Here is the main loop that creates the final predictions. It loops over every 6 elements of $s_{ensemble}$ (since each User has 6 tracks), sorts those 6 elements of $s_{ensemble}$ and makes the third element the threshold, and then sets the predictions for the top 3 elements (above the threshold) a 1 and the bottom 3 elements (below the threshold) a 0.

In [17]:
# Loop through all 6 tracks for each user to get top 3 for each user
for index in range(s_ensemble_len // 6):    # floor division
    # Threshold is the third element in the sorted array
    user_score_threshold = np.sort(s_ensemble[index * 6 : index * 6 + 6])[2]    # sort the 6 values for each user and grab the third element
    for index_user in range(6):
        if s_ensemble[index * 6 + index_user] > user_score_threshold:
            final_predictions[index * 6 + index_user] = 1    # set top 3 to 1 (other 3 will be 0)
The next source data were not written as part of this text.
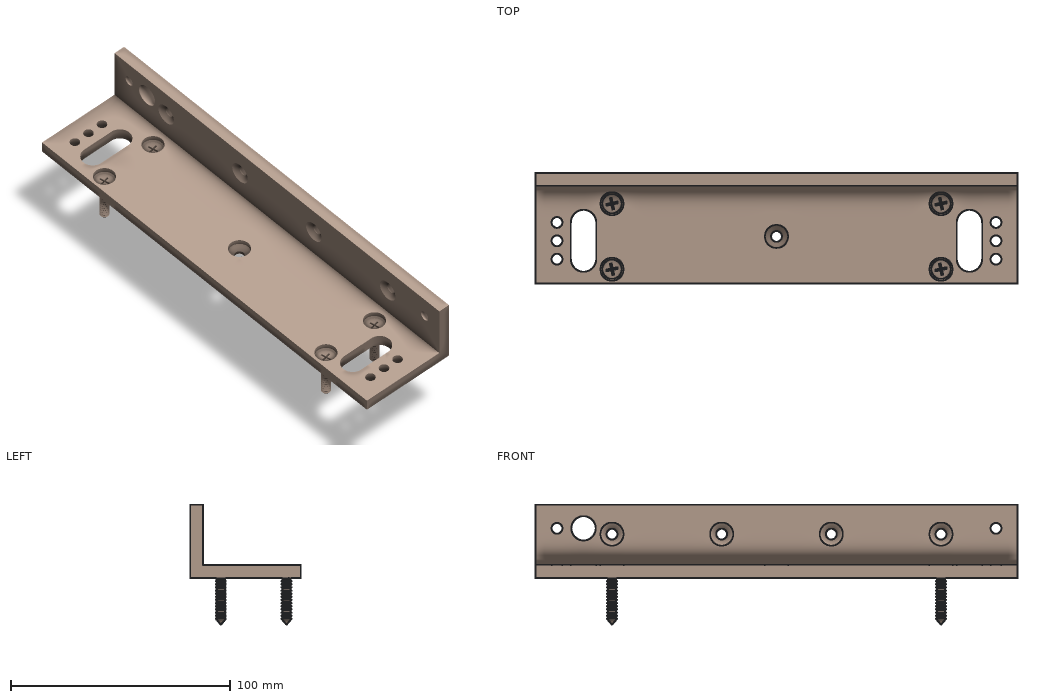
import cadquery as cq

LENGTH = 220.0
DEPTH = 50.5
HEIGHT = 33.5
THICKNESS = 6.0

BORE_DIAMETER = 4.8
SINK_DIAMETER = 10.5
SINK_CONE_DEPTH = 2.0
BASE_SINK_RECESS = 2.5

SCREW_X = 75.0
SCREW_SPACING_Y = 30.0
BASE_CENTRE_Y = 21.5
SLOT_X = 88.0
SLOT_WIDTH = 11.5
SLOT_LENGTH = 28.2
SMALL_DIAMETER = 4.8
SMALL_X = 100.0
SMALL_SPACING_Y = 8.4
SMALL_COUNT = 3
END_CENTRE_Y = 19.5

WALL_SINK_Z = 20.0
WALL_SINK_COUNT = 4
WALL_HOLE_Z = 22.7
CABLE_HOLE_X = -88.0
CABLE_HOLE_DIAMETER = 11.0

HEAD_DIAMETER = 8.8
THREAD_DIAMETER = 4.6
THREAD_ROOT_DIAMETER = 3.5
THREAD_PITCH = 1.43
THREAD_TURNS = 13
SCREW_REACH = 21.3
CROSS_SPAN = 5.3
CROSS_ARM_WIDTH = 0.9
CROSS_TAPER = 8.0
CROSS_DEPTH = 2.2
CROSS_ANGLE = 12.0

SCREW_PLACES = [
    (x, BASE_CENTRE_Y + side * SCREW_SPACING_Y / 2)
    for x in (-SCREW_X, SCREW_X)
    for side in (-1, 1)
]


def countersink_cutter(recess):
    """Countersunk hole through one plate: it runs down from Z = 0 and its cone starts `recess` deep."""
    bore_radius = BORE_DIAMETER / 2
    sink_radius = SINK_DIAMETER / 2
    cone_bottom = recess + SINK_CONE_DEPTH
    profile = [
        (0, -recess),
        (sink_radius, -recess),
        (bore_radius, -cone_bottom),
        (bore_radius, -THICKNESS),
        (0, -THICKNESS),
    ]
    cutter = cq.Workplane("XZ").polyline(profile).close().revolve(360, (0, 0, 0), (0, 1, 0))
    if recess > 0:
        cutter = cutter.union(cq.Workplane("XY").circle(sink_radius).extrude(-recess))
    return cutter


def base_cutters():
    """Everything that goes down through the base."""
    sink = countersink_cutter(BASE_SINK_RECESS)
    sink_places = SCREW_PLACES + [(0, BASE_CENTRE_Y)]
    cutters = [sink.translate((x, y, THICKNESS)) for x, y in sink_places]
    for side in (-1, 1):
        cutters.append(
            cq.Workplane("XY")
            .center(side * SLOT_X, END_CENTRE_Y)
            .slot2D(SLOT_LENGTH, SLOT_WIDTH, 90)
            .extrude(THICKNESS)
        )
        cutters.append(
            cq.Workplane("XY")
            .center(side * SMALL_X, END_CENTRE_Y)
            .rarray(2.2, SMALL_SPACING_Y, 1, SMALL_COUNT)
            .circle(SMALL_DIAMETER / 2)
            .extrude(THICKNESS)
        )
    return cutters


def wall_cutters():
    """Everything that goes back through the upright wall."""
    wall_front = DEPTH - THICKNESS
    sink = countersink_cutter(0).rotate((0, 0, 0), (1, 0, 0), 90)
    spacing = 2 * SCREW_X / (WALL_SINK_COUNT - 1)
    cutters = [
        sink.translate((-SCREW_X + i * spacing, wall_front, WALL_SINK_Z))
        for i in range(WALL_SINK_COUNT)
    ]
    plain_holes = [
        (-SMALL_X, SMALL_DIAMETER),
        (SMALL_X, SMALL_DIAMETER),
        (CABLE_HOLE_X, CABLE_HOLE_DIAMETER),
    ]
    for x, diameter in plain_holes:
        cutters.append(
            cq.Workplane("XZ", origin=(x, DEPTH, WALL_HOLE_Z))
            .circle(diameter / 2)
            .extrude(THICKNESS)
        )
    return cutters


def make_bracket():
    bracket = (
        cq.Workplane("YZ", origin=(-LENGTH / 2, 0, 0))
        .polyline([
            (0, 0),
            (DEPTH, 0),
            (DEPTH, HEIGHT),
            (DEPTH - THICKNESS, HEIGHT),
            (DEPTH - THICKNESS, THICKNESS),
            (0, THICKNESS),
        ])
        .close()
        .extrude(LENGTH)
    )
    for cutter in base_cutters() + wall_cutters():
        bracket = bracket.cut(cutter)
    return bracket


def cross_recess(head_top):
    """Cross-shaped driver recess that goes down from the top of the head."""
    cross = cq.Workplane("XY", origin=(0, 0, head_top))
    arm = cross.rect(CROSS_SPAN, CROSS_ARM_WIDTH).extrude(-CROSS_DEPTH, taper=CROSS_TAPER)
    other_arm = cross.rect(CROSS_ARM_WIDTH, CROSS_SPAN).extrude(-CROSS_DEPTH, taper=CROSS_TAPER)
    return arm.union(other_arm).rotate((0, 0, 0), (0, 0, 1), CROSS_ANGLE)


def make_screw():
    """Countersunk screw on the Z axis, seated in a bracket whose underside is Z = 0."""
    crest = THREAD_DIAMETER / 2
    root = THREAD_ROOT_DIAMETER / 2
    shank = BORE_DIAMETER / 2
    head_radius = HEAD_DIAMETER / 2
    cone_bottom = THICKNESS - BASE_SINK_RECESS - SINK_CONE_DEPTH
    cone_slope = SINK_CONE_DEPTH / (SINK_DIAMETER / 2 - shank)
    head_top = cone_bottom + (head_radius - shank) * cone_slope
    profile = [
        (0, head_top),
        (head_radius, head_top),
        (shank, cone_bottom),
        (shank, 0),
        (crest, 0),
    ]
    for turn in range(THREAD_TURNS):
        profile.append((root, -(turn + 0.5) * THREAD_PITCH))
        profile.append((crest, -(turn + 1) * THREAD_PITCH))
    profile.append((root, -(THREAD_TURNS + 0.5) * THREAD_PITCH))
    profile.append((0, -SCREW_REACH))
    body = cq.Workplane("XZ").polyline(profile).close().revolve(360, (0, 0, 0), (0, 1, 0))
    return body.cut(cross_recess(head_top))


bracket = make_bracket()
screw = make_screw()
screws = [screw.translate((x, y, 0)) for x, y in SCREW_PLACES]

result = cq.Compound.makeCompound([bracket.val(), *[s.val() for s in screws]])

Finally, we generate the final predictions df using the solutions df and the final predictions generated above. Then we create a csv with the df.

In [18]:
# Generate the final prediction df
final_predictions_df = pd.DataFrame(solutions_df.iloc[:,0])    # make new df using first column of solutions_df
final_predictions_df['Predictor'] = np.array(final_predictions, dtype=int)

In [19]:
final_predictions_df

Unnamed: 0,TrackID,Predictor
0,199810_105760,1
1,199810_18515,1
2,199810_208019,1
3,199810_242681,0
4,199810_74139,0
...,...,...
119995,249010_186634,1
119996,249010_110470,1
119997,249010_72192,0
119998,249010_86104,0


In [20]:
final_predictions_df.to_csv('Ensemble_Predictions.csv', index=False)

### Results
After messing around with `list_of_results` to see if we can improve our score for this assignment, we managed to get our best score of **0.88908**, which put us at the top of the Kaggle leaderboard.